Я возвращалась домой из консерватории, наслушавшись органной музыки, и, смею надеяться, лицо имела одухотворенное. А спускающийся по лестнице мне навстречу мужчина имел прямо-таки рожу — тупую и пьяную. Видимо, он был из тех, кто верит в единство противоположностей. Иначе зачем ему было неожиданно хватать меня за руку и задавать ревнивый вопрос: «Чему это ты радуешься?» Благостные впечатления меня переполняли, но не с хамом же ими делиться. Я попыталась вырваться, однако он был силен. Впрочем, я тоже не слаба… голосовыми связками. Чем больнее он делал моему запястью, тем громче я требовала свободы. Тут распахнулась дверь, и возник сосед, которого наши соподъездники именуют просто: «Мент». Одет он был скудно: босой, без рубашки и майки, в тертых джинсах. Густые черные волосы с этакой артистически-благородной проседью были мокры и причесаны явно пятерней. Наверное, он вышел из-под душа, заслышав мои яростные стенания.
— Проблемы, соседка? — спросил он меня, не глядя на хулигана.
— Не пускает, сволочь, — пожаловалась я.
— Запрись с той стороны, пока не убил, — довольно спокойно велел Измайлову обиженный игнорированием собственной персоны амбал. — Я со своей бабой разбираюсь.
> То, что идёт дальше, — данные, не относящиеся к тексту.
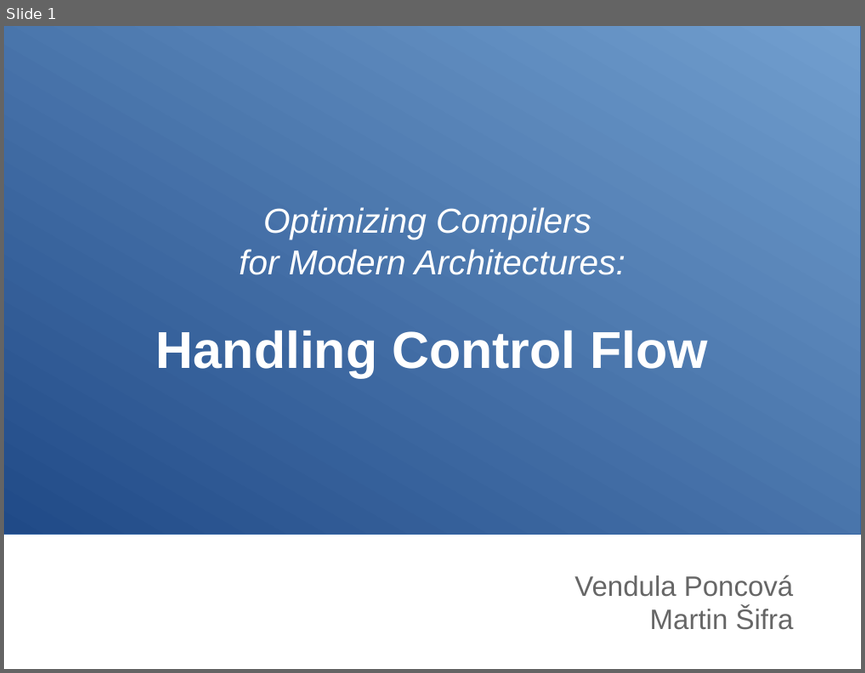
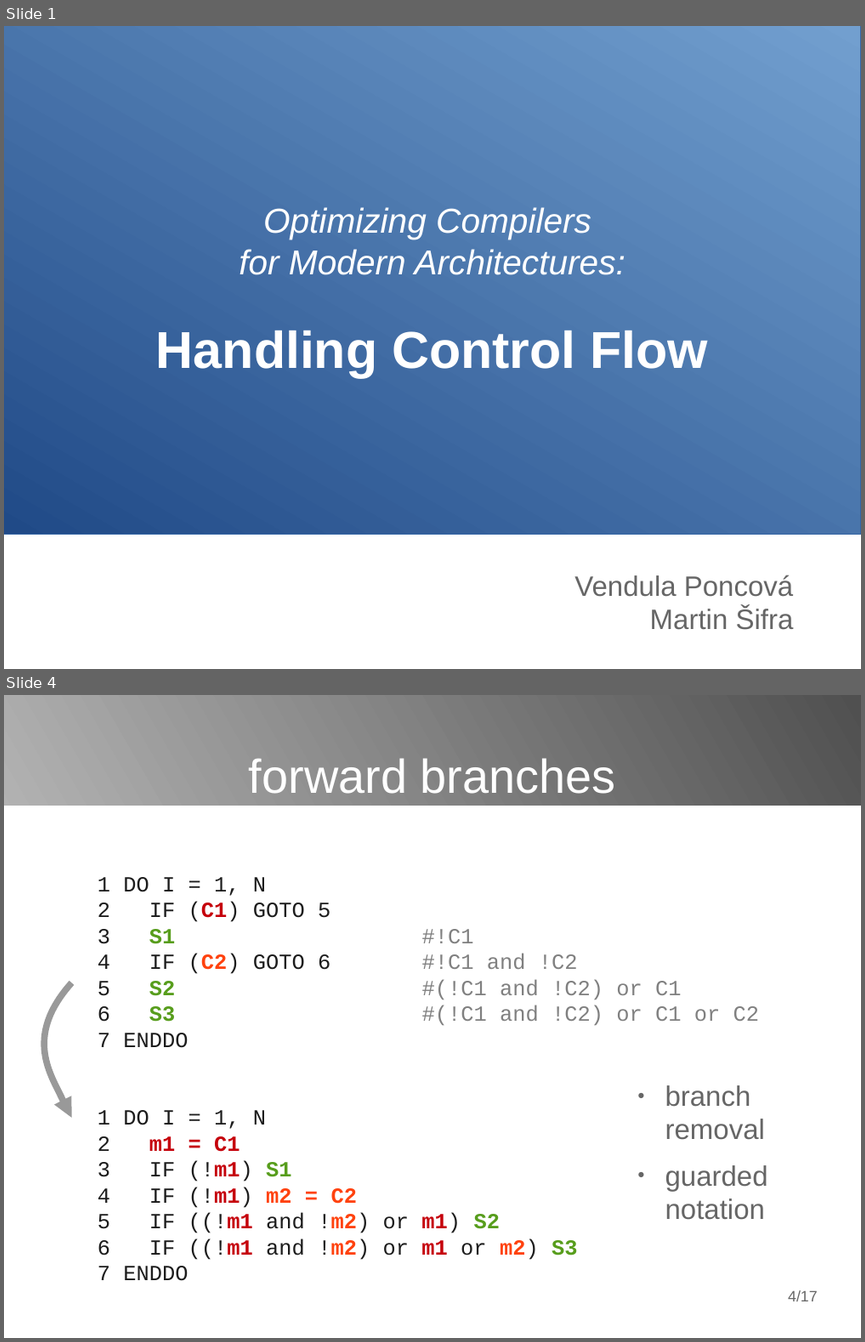
Before and after one commit to poncovka/vype-compiler, a slide deck: presentation/presentation.odp. Shown one above the other, each under a label of ours: slide 1 before the commit, slides 1 and 4 after it; the slides between them are not shown. The pictures are 865x673 and 865x1342 pixels, drawn with LibreOffice and Linux fonts; fonts in the diff are those of the drawing. Boxes give left, top, right and bottom in pixels: in the first picture for what was removed or moved away, otherwise in the second. Text is boxed around its words. In the diff, an @@ line names an element or a change of style, - is before the commit and + after.

```diff
--- a/presentation/presentation.odp
+++ b/presentation/presentation.odp
@@ slide 4 added at bbox=[4, 695, 861, 1338], background #FFFFFF @@
@@ rectangle added at bbox=[4, 695, 861, 805], fill gradient #4C4C4C to #B3B3B3 @@
@@ title added at bbox=[249, 758, 616, 794], 44 pt, text #FFFFFF @@
+forward branches
@@ text added at bbox=[98, 877, 760, 1281], 20 pt, text #1C1C1C @@
+1 DO I = 1, N
+2 IF (C1) GOTO 5
+3 S1 #!C1
+4 IF (C2) GOTO 6 #!C1 and !C2
+5 S2 #(!C1 and !C2) or C1
+6 S3 #(!C1 and !C2) or C1 or C2
+7 ENDDO
+1 DO I = 1, N
+2 m1 = C1
+3 IF (!m1) S1
+4 IF (!m1) m2 = C2
+5 IF ((!m1 and !m2) or m1) S2
+6 IF ((!m1 and !m2) or m1 or m2) S3
+7 ENDDO
@@ freeform shape added at bbox=[50, 982, 72, 1117], outline #999999 6.01 pt @@
@@ text added at bbox=[665, 1085, 768, 1219], 26 pt, text #666666 @@
+● branch removal
+● guarded notation
@@ page number added at bbox=[788, 1290, 817, 1301], 14 pt, text #666666 @@
+4/17
```
Also in this commit, not shown: 4 slides changed, 11 other slides added, 8 slides removed, 1 other file.

— Я его впервые вижу, — возмутилась я.
— Да уж не пара он тебе, — согласился Измайлов.
Я почему-то подумала, что сейчас он эффектно представится стражем порядка, потребует у мучителя документы, арестует его что ли, заставит меня какое-нибудь заявление писать… В общем, не избежать мне тягомотных деталей случайного и невольного соприкосновения с законом. Сосед молча шагнул к нам. Мужик сразу перестал терзать меня и, похоже, вознамерился заняться Измайловым. Не успел, бедняга. Измайлов был гораздо ниже его ростом, но ударил всего раз. И здоровый детинушка рухнул на пол, как в кино. Пожалуй, только грохота и хруста было больше. И смотреть на неуклюже распростершуюся у ног тушу оказалось противнее.
— Тебя проводить? — спросил сосед.
— Нет, что вы, — опасливо отказалась я. — Спасибо вам огромное.
Мне не нравится, когда со мной разговаривают на ты чужие люди. Но разница в возрасте лет в двадцать, наверное, позволяла Измайлову так ко мне обращаться. И еще ему шла некоторая фамильярность, как защитнику угнетенных обстоятельствами — вроде меня.
— Ступай домой, — велел он, ничуть не удивляясь почему-то моей заторможенности.
Слово «ступай» меня немного рассмешило, и я покорно повернулась к спасителю спиной. Но через несколько ступенек оглянулась.
— А что будет с телом?
— А тело вскоре очухается и само выползет на свежий воздух, — беспечно хохотнул Измайлов.